To do: Search the entries for the word "manually" and copy each line that has it.

++++ Source data

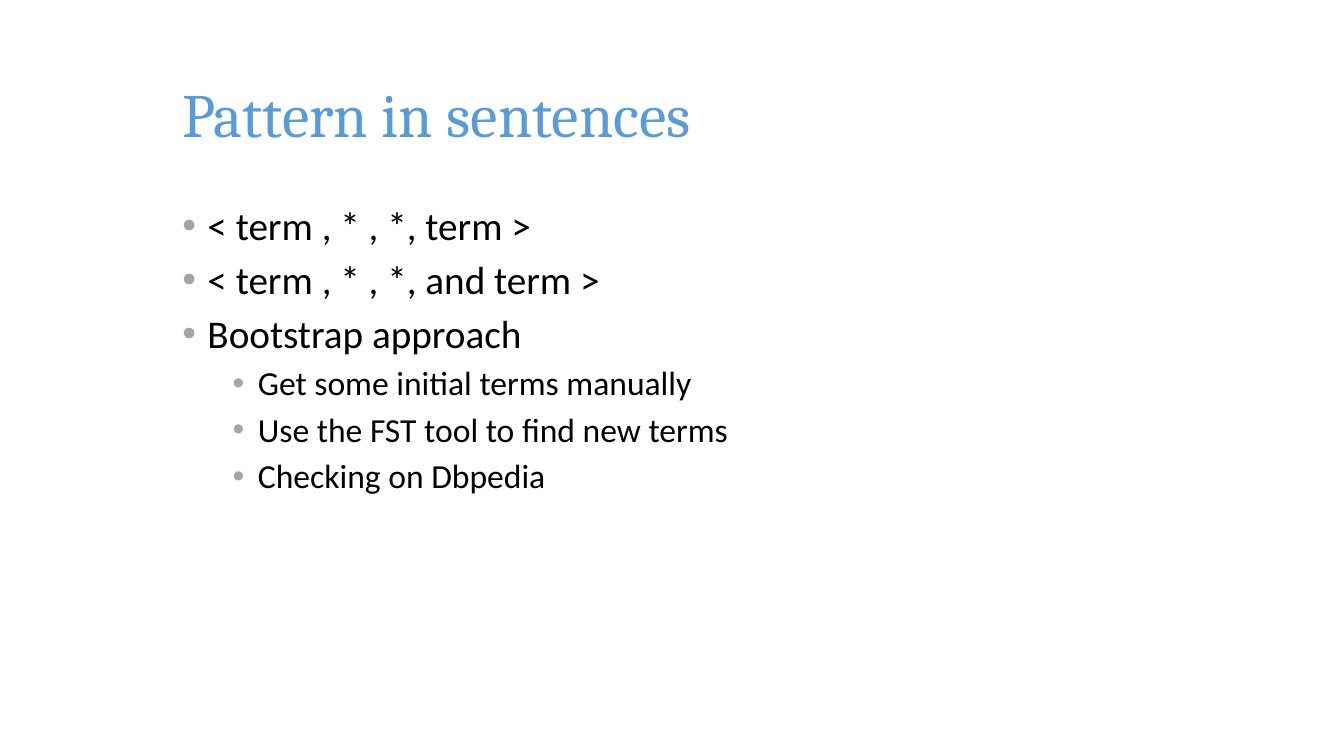
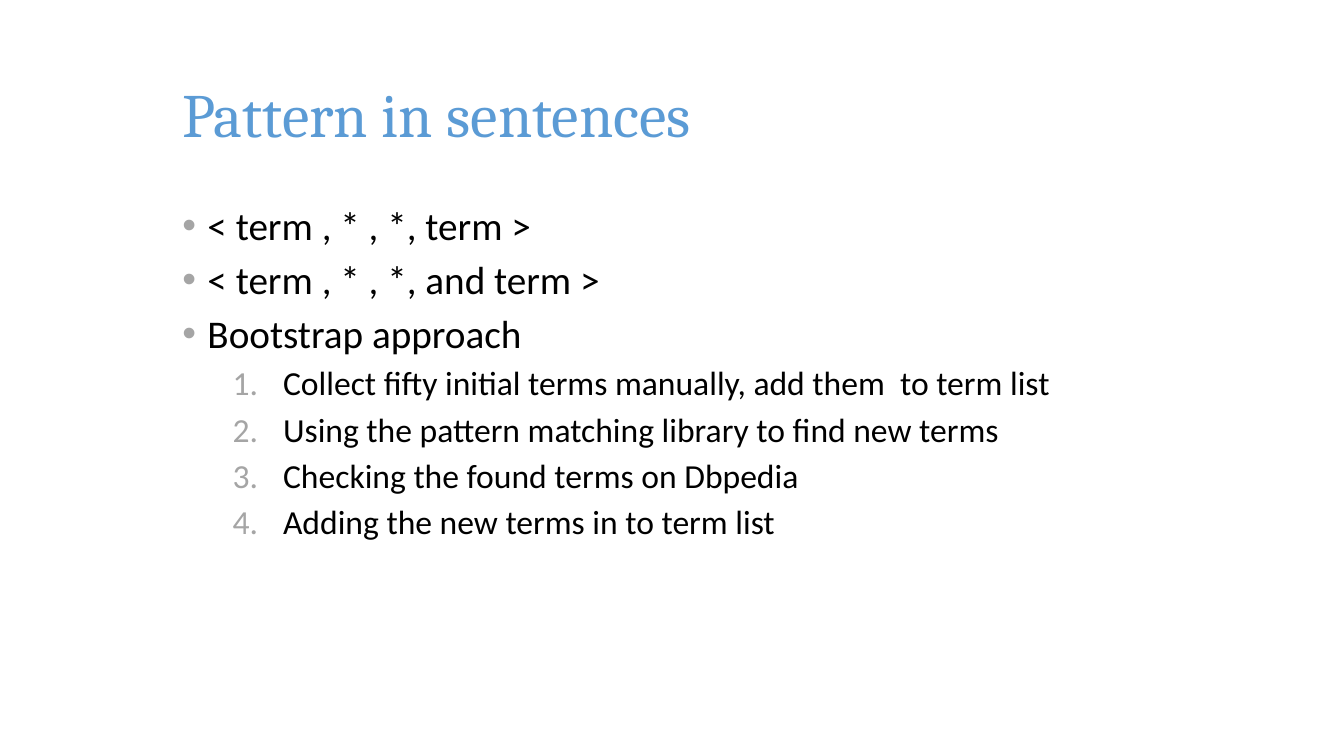
Before and after one commit to pkushiqiang/thesis, a slide deck: slide 33 of media/JobFinder.pptx (slide 37 before the commit). Drawn at 1344x756 pixels with LibreOffice and Linux fonts; fonts in the diff are those of the drawing; background and template pictures are left out. Boxes give left, top, right and bottom in pixels: in the first picture for what was removed or moved away, otherwise in the second. Text is boxed around its words. In the diff, an @@ line names an element or a change of style, - is before the commit and + after.

Commit message:
update

```diff
--- a/media/JobFinder.pptx
+++ b/media/JobFinder.pptx
@@ text at (283, 371, 1049, 540): text changed @@
-  • Get some initial terms manually
-  • Use the FST tool to find new terms
-  • Checking on Dbpedia
+  1. Collect fifty initial terms manually, add them to term list
+  2. Using the pattern matching library to find new terms
+  3. Checking the found terms on Dbpedia
+  4. Adding the new terms in to term list
```
Also in this commit, not shown: 23 other slides changed, 6 slides added, 1 slide removed.

++++++++

Solution for this task:
-  • Get some initial terms manually
+  1. Collect fifty initial terms manually, add them to term list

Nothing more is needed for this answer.